▸ **Directions for this task**
Would you please transcribe the listing exactly, with no images?

** The data follows **

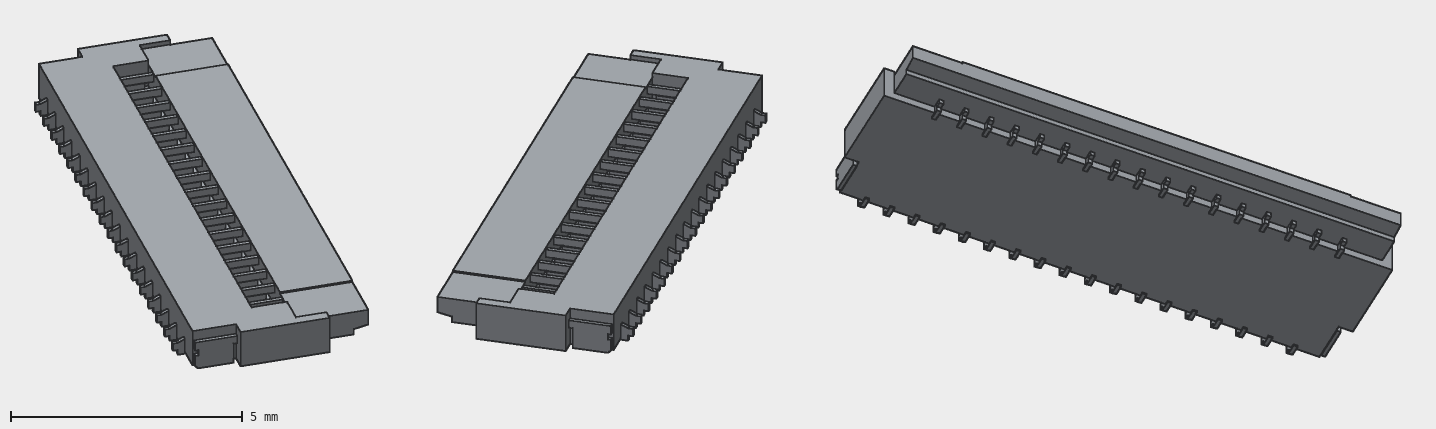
import cadquery as cq


length = 12.1
depth = 4.2
height = 0.91

housing_bottom = 0.04
housing_front_y = 0.27
housing_width = 11.42
ear_front_y = 1.25
ear_back_y = 3.25

tab_outer_x = 5.81
tab_front_y = 0.3
tab_top = 0.67
tab_relief_y = 1.16
tab_relief_top = 0.48
tab_notch_depth = 0.07
tab_notch_bottom = 0.33
tab_notch_top = 0.46
tab_corner = 0.06

flap_width = 2 * tab_outer_x
flap_front_y = 2.57
flap_end_top = 0.8
flap_middle_top = 0.83
flap_middle_width = 9.25
flap_bottom = 0.23
flap_step_y = 3.87
flap_step_top = 0.36
flap_tip_bottom = 0.42

front_count = 18
back_count = front_count - 1
contact_span = 10.2
pitch = contact_span / (front_count - 1)
contact_width = 0.1

front_root_top = 0.38
front_tip_top = 0.3
front_tip_bottom = 0.12
front_shoulder_y = 0.1
front_foot_y = 0.11
foot_length = 0.27

back_tip_y = 3.5
back_tip_bottom = 0.12
back_foot_y = 3.38

window_width = contact_span + contact_width
window_front_y = 1.77
window_floor = 0.27
back_beam_top = 0.79
back_beam_bottom = 0.6
front_beam_top = 0.42
front_beam_end_y = 2.46


def block(width, y_front, y_back, z_bottom, z_top):
    """Box centred on X = 0 between the given Y and Z limits."""
    return cq.Workplane("XY").box(
        width, y_back - y_front, z_top - z_bottom, centered=(True, False, False)
    ).translate((0, y_front, z_bottom))


def prism(yz_points, width, x_centre=0.0):
    """Side outline in Y and Z, extruded along X about x_centre."""
    outline = cq.Workplane("YZ").polyline(yz_points).close()
    return outline.extrude(width / 2, both=True).translate((x_centre, 0, 0))


def row(count):
    """X positions of a centred row of contacts."""
    return [(i - (count - 1) / 2) * pitch for i in range(count)]


def make_housing():
    front = block(housing_width, housing_front_y, ear_back_y, housing_bottom, height)
    ears = block(length, ear_front_y, ear_back_y, housing_bottom, height)
    flap_recess = block(flap_width, flap_front_y, ear_back_y, flap_end_top, height)
    return front.union(ears).cut(flap_recess)


def make_flap():
    ends = prism(
        [
            (flap_front_y, flap_bottom),
            (flap_step_y, flap_bottom),
            (flap_step_y, flap_step_top),
            (depth, flap_tip_bottom),
            (depth, flap_end_top),
            (flap_front_y, flap_end_top),
        ],
        flap_width,
    )
    middle = block(flap_middle_width, flap_front_y, depth, flap_end_top, flap_middle_top)
    return ends.union(middle)


def make_tabs():
    """Both end tabs: one profile across the full width, whose middle lies inside the housing."""
    notch_y = tab_front_y + tab_notch_depth
    return prism(
        [
            (tab_front_y + tab_corner, 0),
            (tab_relief_y, 0),
            (tab_relief_y, tab_relief_top),
            (ear_front_y, tab_relief_top),
            (ear_front_y, tab_top),
            (tab_front_y, tab_top),
            (tab_front_y, tab_notch_top),
            (notch_y, tab_notch_top),
            (notch_y, tab_notch_bottom),
            (tab_front_y, tab_notch_bottom),
            (tab_front_y, tab_corner),
        ],
        flap_width,
    ).cut(block(housing_width, 0, depth, 0, housing_bottom))


def front_foot(x):
    foot_back_y = front_foot_y + foot_length
    return prism(
        [
            (front_foot_y, 0),
            (foot_back_y, 0),
            (foot_back_y, front_root_top),
            (housing_front_y, front_root_top),
            (front_shoulder_y, front_tip_top),
            (0, front_tip_top),
            (0, front_tip_bottom),
            (front_foot_y, front_tip_bottom),
        ],
        contact_width,
        x,
    )


def back_foot(x):
    foot_front_y = back_foot_y - foot_length
    return prism(
        [
            (foot_front_y, 0),
            (back_foot_y, 0),
            (back_foot_y, back_tip_bottom),
            (back_tip_y, back_tip_bottom),
            (back_tip_y, flap_bottom),
            (foot_front_y, flap_bottom),
        ],
        contact_width,
        x,
    )


result = make_housing().union(make_flap()).union(make_tabs())
result = result.cut(block(window_width, window_front_y, flap_front_y, window_floor, height))

for x in row(front_count):
    beam = block(contact_width, window_front_y, front_beam_end_y, window_floor, front_beam_top)
    result = result.union(beam.translate((x, 0, 0))).union(front_foot(x))

for x in row(back_count):
    beam = block(contact_width, window_front_y, flap_front_y, back_beam_bottom, back_beam_top)
    result = result.union(beam.translate((x, 0, 0))).union(back_foot(x))

** End of The data **

▸ **Task output**
import cadquery as cq


length = 12.1
depth = 4.2
height = 0.91

housing_bottom = 0.04
housing_front_y = 0.27
housing_width = 11.42
ear_front_y = 1.25
ear_back_y = 3.25

tab_outer_x = 5.81
tab_front_y = 0.3
tab_top = 0.67
tab_relief_y = 1.16
tab_relief_top = 0.48
tab_notch_depth = 0.07
tab_notch_bottom = 0.33
tab_notch_top = 0.46
tab_corner = 0.06

flap_width = 2 * tab_outer_x
flap_front_y = 2.57
flap_end_top = 0.8
flap_middle_top = 0.83
flap_middle_width = 9.25
flap_bottom = 0.23
flap_step_y = 3.87
flap_step_top = 0.36
flap_tip_bottom = 0.42

front_count = 18
back_count = front_count - 1
contact_span = 10.2
pitch = contact_span / (front_count - 1)
contact_width = 0.1

front_root_top = 0.38
front_tip_top = 0.3
front_tip_bottom = 0.12
front_shoulder_y = 0.1
front_foot_y = 0.11
foot_length = 0.27

back_tip_y = 3.5
back_tip_bottom = 0.12
back_foot_y = 3.38

window_width = contact_span + contact_width
window_front_y = 1.77
window_floor = 0.27
back_beam_top = 0.79
back_beam_bottom = 0.6
front_beam_top = 0.42
front_beam_end_y = 2.46


def block(width, y_front, y_back, z_bottom, z_top):
    """Box centred on X = 0 between the given Y and Z limits."""
    return cq.Workplane("XY").box(
        width, y_back - y_front, z_top - z_bottom, centered=(True, False, False)
    ).translate((0, y_front, z_bottom))


def prism(yz_points, width, x_centre=0.0):
    """Side outline in Y and Z, extruded along X about x_centre."""
    outline = cq.Workplane("YZ").polyline(yz_points).close()
    return outline.extrude(width / 2, both=True).translate((x_centre, 0, 0))


def row(count):
    """X positions of a centred row of contacts."""
    return [(i - (count - 1) / 2) * pitch for i in range(count)]


def make_housing():
    front = block(housing_width, housing_front_y, ear_back_y, housing_bottom, height)
    ears = block(length, ear_front_y, ear_back_y, housing_bottom, height)
    flap_recess = block(flap_width, flap_front_y, ear_back_y, flap_end_top, height)
    return front.union(ears).cut(flap_recess)


def make_flap():
    ends = prism(
        [
            (flap_front_y, flap_bottom),
            (flap_step_y, flap_bottom),
            (flap_step_y, flap_step_top),
            (depth, flap_tip_bottom),
            (depth, flap_end_top),
            (flap_front_y, flap_end_top),
        ],
        flap_width,
    )
    middle = block(flap_middle_width, flap_front_y, depth, flap_end_top, flap_middle_top)
    return ends.union(middle)


def make_tabs():
    """Both end tabs: one profile across the full width, whose middle lies inside the housing."""
    notch_y = tab_front_y + tab_notch_depth
    return prism(
        [
            (tab_front_y + tab_corner, 0),
            (tab_relief_y, 0),
            (tab_relief_y, tab_relief_top),
            (ear_front_y, tab_relief_top),
            (ear_front_y, tab_top),
            (tab_front_y, tab_top),
            (tab_front_y, tab_notch_top),
            (notch_y, tab_notch_top),
            (notch_y, tab_notch_bottom),
            (tab_front_y, tab_notch_bottom),
            (tab_front_y, tab_corner),
        ],
        flap_width,
    ).cut(block(housing_width, 0, depth, 0, housing_bottom))


def front_foot(x):
    foot_back_y = front_foot_y + foot_length
    return prism(
        [
            (front_foot_y, 0),
            (foot_back_y, 0),
            (foot_back_y, front_root_top),
            (housing_front_y, front_root_top),
            (front_shoulder_y, front_tip_top),
            (0, front_tip_top),
            (0, front_tip_bottom),
            (front_foot_y, front_tip_bottom),
        ],
        contact_width,
        x,
    )


def back_foot(x):
    foot_front_y = back_foot_y - foot_length
    return prism(
        [
            (foot_front_y, 0),
            (back_foot_y, 0),
            (back_foot_y, back_tip_bottom),
            (back_tip_y, back_tip_bottom),
            (back_tip_y, flap_bottom),
            (foot_front_y, flap_bottom),
        ],
        contact_width,
        x,
    )


result = make_housing().union(make_flap()).union(make_tabs())
result = result.cut(block(window_width, window_front_y, flap_front_y, window_floor, height))

for x in row(front_count):
    beam = block(contact_width, window_front_y, front_beam_end_y, window_floor, front_beam_top)
    result = result.union(beam.translate((x, 0, 0))).union(front_foot(x))

for x in row(back_count):
    beam = block(contact_width, window_front_y, flap_front_y, back_beam_bottom, back_beam_top)
    result = result.union(beam.translate((x, 0, 0))).union(back_foot(x))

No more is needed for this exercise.